So the video closed with talking about the idea of like white space and such. And we’ve talked about race and somewhat we talked about uncomfortable conversations yesterday. And to some degree we’re still dancing around the issues a little bit. How do you take these ideas and actually integrate into business?

And so for you, being a black man in Portland, with the conditions that exist in Portland. I mean you talked about yourself. You said, “there’s not a place that I felt comfortable with my friends.”

Ian Williams: I’m from Newport News, Virginia. Shout-out VA! But I grew up in Portland, I grew up in the suburbs. Only black kid in the neighborhood. One time, my friend Jason, we were riding scooters. The Police stopped us and was like, “Mr. Williams, what do you got going on tonight?” And I was like, “I don’t know you, man.” I’d never met him before. So stuff like that, those are the things that stuck with me as I got older and decided what I want to do with my life.

I worked in the footwear industry for a while. I worked at Nike. But it was still always just that, like, I’m this outside guy a little bit. And I’ve also kind of kept myself as that outside guy. Not in a bad way, just like I’m a little bit different from y’all and that’s cool, right?

So just like realizing that at all times as I go through life or as I have been going through life and using it more as an opportunity to story tell or to illustrate or whatever fancy word you want to. Disrupt? I think I saw that in the last presentation. That’s what I’m supposed to do. I’m supposed to disrupt. I’m 31.

I mean, it’s really more just about doing dope stuff for my friends. You’re my friend. We do dope stuff together. We like sneakers, right? So really just finding that opportunity where I fit, where we fit, whatever.

Nick Cho: And in the video, it actually straight up by calls out a lot of the rest of the Portland coffee scene. Let’s unpack that a little bit. I mean, it’s the classic story that we see in America over the past few decades, at least. Well-intentioned people, they’re just doing their thing. They’re not trying to exclude anyone. But they’re creating a space that ends up catering to a certain type of person and maybe doesn’t make another person feel as comfortable. Those folks who mentioned race in that video, I just asked them why do you come to Deadstock and how is this different from other places? And that was the thing that was right on the tips of their tongues.

So, in that way, how does that play into the scene in Portland for you?

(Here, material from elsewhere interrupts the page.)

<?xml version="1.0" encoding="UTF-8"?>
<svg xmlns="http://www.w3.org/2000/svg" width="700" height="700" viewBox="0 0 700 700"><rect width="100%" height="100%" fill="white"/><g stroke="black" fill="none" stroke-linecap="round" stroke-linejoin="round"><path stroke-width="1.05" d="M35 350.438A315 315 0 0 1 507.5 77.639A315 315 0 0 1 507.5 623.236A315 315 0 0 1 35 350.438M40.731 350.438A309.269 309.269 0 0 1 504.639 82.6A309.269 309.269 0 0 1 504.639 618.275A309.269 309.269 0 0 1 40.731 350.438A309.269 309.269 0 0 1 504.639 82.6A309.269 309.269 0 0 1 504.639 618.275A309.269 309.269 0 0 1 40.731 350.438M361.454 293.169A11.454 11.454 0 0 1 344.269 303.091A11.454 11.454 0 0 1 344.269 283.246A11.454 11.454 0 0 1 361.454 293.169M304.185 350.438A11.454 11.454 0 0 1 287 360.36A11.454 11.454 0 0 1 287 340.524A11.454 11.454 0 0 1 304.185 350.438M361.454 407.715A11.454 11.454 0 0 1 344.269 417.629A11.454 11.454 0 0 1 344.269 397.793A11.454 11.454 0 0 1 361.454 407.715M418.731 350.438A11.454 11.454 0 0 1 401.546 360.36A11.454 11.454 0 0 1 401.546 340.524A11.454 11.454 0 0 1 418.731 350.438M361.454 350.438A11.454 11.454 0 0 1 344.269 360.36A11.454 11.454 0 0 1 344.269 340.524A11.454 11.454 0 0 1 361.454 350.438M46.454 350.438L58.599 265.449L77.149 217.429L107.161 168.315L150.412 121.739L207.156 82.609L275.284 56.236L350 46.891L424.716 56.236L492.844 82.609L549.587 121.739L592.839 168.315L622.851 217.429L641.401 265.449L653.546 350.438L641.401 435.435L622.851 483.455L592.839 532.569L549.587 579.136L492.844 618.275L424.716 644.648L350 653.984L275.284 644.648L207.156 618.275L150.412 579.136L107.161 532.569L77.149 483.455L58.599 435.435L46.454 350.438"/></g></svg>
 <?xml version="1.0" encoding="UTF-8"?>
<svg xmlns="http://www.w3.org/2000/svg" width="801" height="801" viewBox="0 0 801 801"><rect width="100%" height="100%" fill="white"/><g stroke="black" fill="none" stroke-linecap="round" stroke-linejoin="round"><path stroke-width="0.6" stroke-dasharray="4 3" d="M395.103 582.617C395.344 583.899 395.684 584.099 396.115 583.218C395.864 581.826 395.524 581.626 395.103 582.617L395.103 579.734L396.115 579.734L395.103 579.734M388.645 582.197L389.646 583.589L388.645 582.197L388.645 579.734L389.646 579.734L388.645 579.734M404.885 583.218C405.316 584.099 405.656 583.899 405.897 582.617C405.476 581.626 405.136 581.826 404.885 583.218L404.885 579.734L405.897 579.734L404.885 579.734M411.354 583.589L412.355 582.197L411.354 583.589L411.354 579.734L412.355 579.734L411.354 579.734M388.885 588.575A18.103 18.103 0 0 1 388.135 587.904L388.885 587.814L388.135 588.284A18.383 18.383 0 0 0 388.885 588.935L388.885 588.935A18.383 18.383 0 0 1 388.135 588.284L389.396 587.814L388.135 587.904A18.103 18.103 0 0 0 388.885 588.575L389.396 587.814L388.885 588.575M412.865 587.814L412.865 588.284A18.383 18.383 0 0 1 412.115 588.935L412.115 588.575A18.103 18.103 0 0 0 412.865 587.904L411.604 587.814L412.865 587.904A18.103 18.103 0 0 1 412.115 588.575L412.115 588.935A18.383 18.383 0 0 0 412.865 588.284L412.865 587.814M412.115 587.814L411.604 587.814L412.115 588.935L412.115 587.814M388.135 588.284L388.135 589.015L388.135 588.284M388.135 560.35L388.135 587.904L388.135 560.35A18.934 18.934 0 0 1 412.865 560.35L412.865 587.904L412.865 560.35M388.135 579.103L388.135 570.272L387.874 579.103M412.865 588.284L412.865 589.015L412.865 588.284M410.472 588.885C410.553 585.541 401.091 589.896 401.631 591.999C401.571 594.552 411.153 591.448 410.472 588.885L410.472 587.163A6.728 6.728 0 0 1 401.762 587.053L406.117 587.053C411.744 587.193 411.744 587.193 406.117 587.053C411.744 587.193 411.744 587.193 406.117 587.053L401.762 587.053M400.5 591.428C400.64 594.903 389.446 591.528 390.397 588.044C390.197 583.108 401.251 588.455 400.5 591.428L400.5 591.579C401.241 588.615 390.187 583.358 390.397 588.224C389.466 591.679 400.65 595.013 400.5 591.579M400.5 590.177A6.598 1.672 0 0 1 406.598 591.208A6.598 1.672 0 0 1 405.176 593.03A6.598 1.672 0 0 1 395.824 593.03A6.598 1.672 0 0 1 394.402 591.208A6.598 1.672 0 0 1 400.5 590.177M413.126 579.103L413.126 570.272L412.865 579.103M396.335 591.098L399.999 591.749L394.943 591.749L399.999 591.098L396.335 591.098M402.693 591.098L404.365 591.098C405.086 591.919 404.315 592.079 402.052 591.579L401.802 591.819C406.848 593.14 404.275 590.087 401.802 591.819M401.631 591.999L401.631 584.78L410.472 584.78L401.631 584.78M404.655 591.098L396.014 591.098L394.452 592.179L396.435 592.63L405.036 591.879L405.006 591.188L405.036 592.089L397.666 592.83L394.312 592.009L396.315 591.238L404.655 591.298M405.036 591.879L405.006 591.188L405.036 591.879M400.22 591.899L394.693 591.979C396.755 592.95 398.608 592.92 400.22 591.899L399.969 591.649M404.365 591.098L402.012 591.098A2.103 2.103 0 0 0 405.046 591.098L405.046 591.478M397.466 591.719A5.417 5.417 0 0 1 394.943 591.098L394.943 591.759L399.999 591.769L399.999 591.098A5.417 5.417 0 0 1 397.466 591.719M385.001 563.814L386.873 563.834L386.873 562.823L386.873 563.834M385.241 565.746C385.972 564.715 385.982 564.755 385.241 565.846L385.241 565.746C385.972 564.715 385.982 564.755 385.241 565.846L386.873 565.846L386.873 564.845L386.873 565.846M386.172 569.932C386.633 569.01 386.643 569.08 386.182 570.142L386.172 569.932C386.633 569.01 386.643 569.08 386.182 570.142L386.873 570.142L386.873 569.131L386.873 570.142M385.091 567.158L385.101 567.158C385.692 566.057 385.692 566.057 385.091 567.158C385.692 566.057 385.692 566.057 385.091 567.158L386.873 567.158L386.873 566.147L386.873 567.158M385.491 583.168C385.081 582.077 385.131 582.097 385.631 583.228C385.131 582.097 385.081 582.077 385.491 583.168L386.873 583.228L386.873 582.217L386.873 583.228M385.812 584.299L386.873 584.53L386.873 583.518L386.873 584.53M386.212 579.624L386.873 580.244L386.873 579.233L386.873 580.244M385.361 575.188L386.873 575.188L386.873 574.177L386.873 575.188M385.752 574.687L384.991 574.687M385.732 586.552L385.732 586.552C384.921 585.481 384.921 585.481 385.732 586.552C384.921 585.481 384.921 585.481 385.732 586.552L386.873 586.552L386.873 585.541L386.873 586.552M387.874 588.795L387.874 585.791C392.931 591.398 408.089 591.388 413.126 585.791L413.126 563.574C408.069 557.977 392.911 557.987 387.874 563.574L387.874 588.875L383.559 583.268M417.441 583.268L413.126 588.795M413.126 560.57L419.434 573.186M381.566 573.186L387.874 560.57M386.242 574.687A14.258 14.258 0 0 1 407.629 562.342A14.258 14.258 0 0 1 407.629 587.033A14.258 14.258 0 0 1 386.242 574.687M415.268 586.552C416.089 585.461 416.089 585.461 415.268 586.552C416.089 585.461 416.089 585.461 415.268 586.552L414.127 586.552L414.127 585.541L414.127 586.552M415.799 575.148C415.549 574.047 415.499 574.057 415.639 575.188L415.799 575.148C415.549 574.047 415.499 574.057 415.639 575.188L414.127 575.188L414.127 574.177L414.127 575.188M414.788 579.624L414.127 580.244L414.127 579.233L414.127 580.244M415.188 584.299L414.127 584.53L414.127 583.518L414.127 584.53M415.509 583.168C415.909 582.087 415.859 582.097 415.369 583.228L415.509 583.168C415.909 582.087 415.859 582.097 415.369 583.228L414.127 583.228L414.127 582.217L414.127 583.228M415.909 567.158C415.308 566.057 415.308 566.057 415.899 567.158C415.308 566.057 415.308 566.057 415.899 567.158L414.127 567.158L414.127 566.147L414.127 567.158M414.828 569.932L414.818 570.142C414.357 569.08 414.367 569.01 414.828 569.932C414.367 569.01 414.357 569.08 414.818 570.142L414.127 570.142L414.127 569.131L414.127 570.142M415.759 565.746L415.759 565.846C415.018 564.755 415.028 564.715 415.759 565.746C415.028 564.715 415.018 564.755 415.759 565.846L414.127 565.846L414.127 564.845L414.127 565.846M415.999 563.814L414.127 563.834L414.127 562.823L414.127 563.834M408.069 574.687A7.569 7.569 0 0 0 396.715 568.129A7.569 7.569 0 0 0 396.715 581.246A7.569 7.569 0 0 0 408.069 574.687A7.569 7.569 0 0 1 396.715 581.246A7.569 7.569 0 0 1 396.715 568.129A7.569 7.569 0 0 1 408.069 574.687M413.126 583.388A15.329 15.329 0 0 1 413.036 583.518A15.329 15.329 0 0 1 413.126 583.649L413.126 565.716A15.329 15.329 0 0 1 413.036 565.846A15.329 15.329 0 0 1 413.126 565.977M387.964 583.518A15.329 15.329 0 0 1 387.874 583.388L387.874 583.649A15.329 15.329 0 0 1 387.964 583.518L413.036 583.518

Ian Williams: People are always like “man, you’re a legend. You’re a visionary… whatever blah blah blah.”

Nick Cho: You go a lot of attention locally in Portland.

Ian Williams: Yeah, quite a bit. For whatever reason, I’m black, as a small businesses coffee, I was into sneakers. It’s in Chinatown, which is an area that’s kind of growing. They don’t really want to give it money. But it’s the last place to give money to for the city. Gentrifying.

I just always tell people, I just do what I’m supposed to be doing. Like I’m not doing anything special, I’m just here. So whatever opportunities, whatever interviews, whatever. This is a great opportunity, on a pretty serious stage. Literally. I just I just do what I’m supposed to be doing man. I’m just here.


20:45 Pamela Chng, founder of Bettr Barista in Singapore, on creating a coffee business that gives opportunities to marginalized people

Nick Cho: Cool, we’ll unpack this more. But in this at this moment, we’re gonna move on to Pam. So Pam came from Singapore.

Pamela Chng: Thanks for having me here.

Nick Cho: Bettr Barista, without the “e.” Just for trademark purposes, right?

Pamela Chng: Oh, no just not enough coffee, couldn’t spell properly.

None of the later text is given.